Chen Zuo-quan, Deng Dong-feng, Gu Bin-xian, Han Hong-Jie, Pan Qing-gang, Hai Jian, Wang Fei
Cerebral Vascular Disease Treatment Center, Tongji University, Shanghai 200065, China.
Zhonghua Yi Xue Za Zhi. 2006 Jan 17;86(3):157-9.

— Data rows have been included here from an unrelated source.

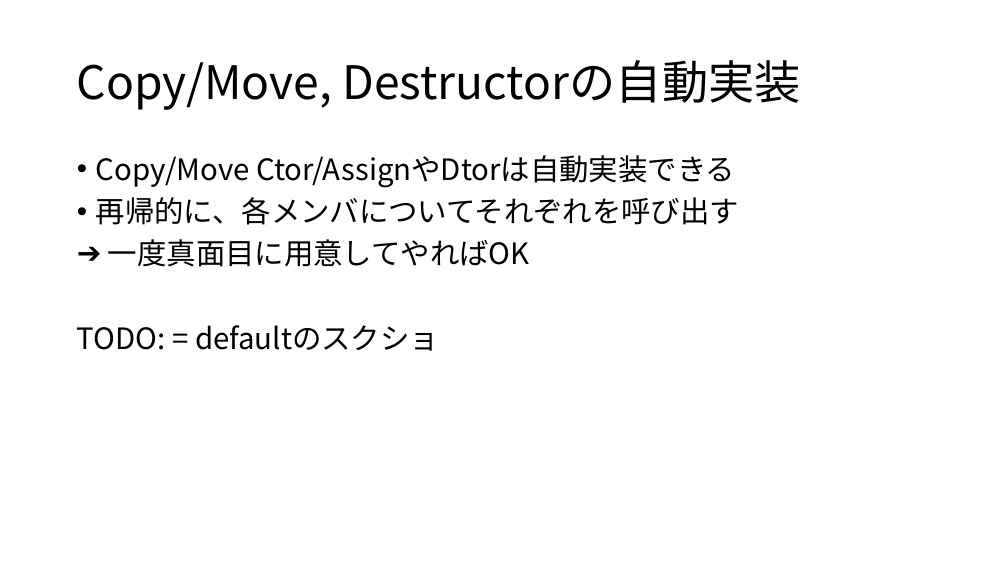
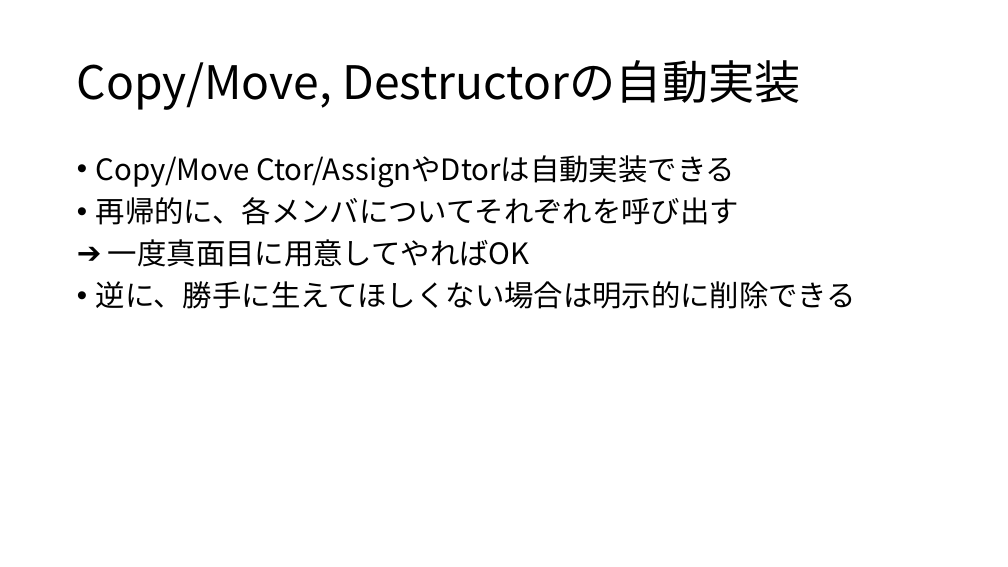
Before and after one commit to crs-kouhou/zatsu_game_engine, a slide deck: slide 13 of zatsuGE_pptx/非自明な＝.pptx (slide 11 before the commit). Drawn at 1008x567 pixels with LibreOffice and Linux fonts; fonts in the diff are those of the drawing. Boxes give left, top, right and bottom in pixels: in the first picture for what was removed or moved away, otherwise in the second. Text is boxed around its words. In the diff, an @@ line names an element or a change of style, - is before the commit and + after.

```diff
--- a/zatsuGE_pptx/非自明な＝.pptx
+++ b/zatsuGE_pptx/非自明な＝.pptx
@@ text at [96,281,856,309]: text changed @@
-TODO: = defaultのスクショ
+• 逆に、勝手に生えてほしくない場合は明示的に削除できる
```
Also in this commit, not shown: 4 other slides changed, 3 slides added, 1 other file.

To evaluate the efficacy of treatment of dural arteriovenous fistula (DAVF) by transarterial embolization with low dose of N-butyl-2-cyanoacrylate (NBCA).
Eighteen patients, 6 males and 12 females, aged 47.5 (23-72), with DAVF, 12 with carotid cavernous fistula and 6 with fistula in parietal lobe, underwent transarterial embolization with low dose of NBCA (10%-20%). The key point of transarterial embolization with low dose of NBCA was that low dose NBCA was injected and embolized the veins and then was reversed into the other supplying arteries.
Seventeen patients with DAVF in cavernous region and 6 patients with DAVF in parietal lobe were cured anatomically, with the clinical syndromes disappearing. In 1 patient with DAVF in cavernous region the clinical syndrome were moderately improved after transarterial embolization, however, worsened 2 days later. Cerebrovascular angiography demonstrated that the vein was not completely embolized and the draining vein was broadened, and the clinical syndromes were moderately improved again after carotid artery compression therapy for 10 days.
Convenient and fast, and with low cost and satisfying efficacy, transarterial embolization with low dose of NBCA is a better choice for treatment of DAVF in some cases. The key point of this approach is that the tip of microcatheter is close as much as possible to the fistulae, and NBCA is injected into the fistulae and make the vein diffused well. Attention should be paid to avoid dangerous anastomosis.
评估低剂量N-丁基-2-氰基丙烯酸酯(NBCA)经动脉栓塞治疗硬脑膜动静脉瘘(DAVF)的疗效。
18例DAVF患者,男6例,女12例,年龄47.5岁(23 - 72岁),其中12例为海绵窦瘘,6例为顶叶瘘,接受低剂量(10% - 20%)NBCA经动脉栓塞治疗。低剂量NBCA经动脉栓塞的关键在于注入低剂量NBCA栓塞静脉,然后反流至其他供血动脉。
17例海绵窦区DAVF患者及6例顶叶DAVF患者解剖治愈,临床症状消失。1例海绵窦区DAVF患者经动脉栓塞后临床症状中度改善,但2天后加重。脑血管造影显示静脉未完全栓塞,引流静脉增宽,经颈动脉压迫治疗10天后临床症状再次中度改善。
低剂量NBCA经动脉栓塞治疗DAVF方便快捷、成本低且疗效满意,在某些情况下是较好的选择。该方法的关键是微导管尖端尽可能靠近瘘口,将NBCA注入瘘口并使静脉充分弥散。应注意避免危险吻合。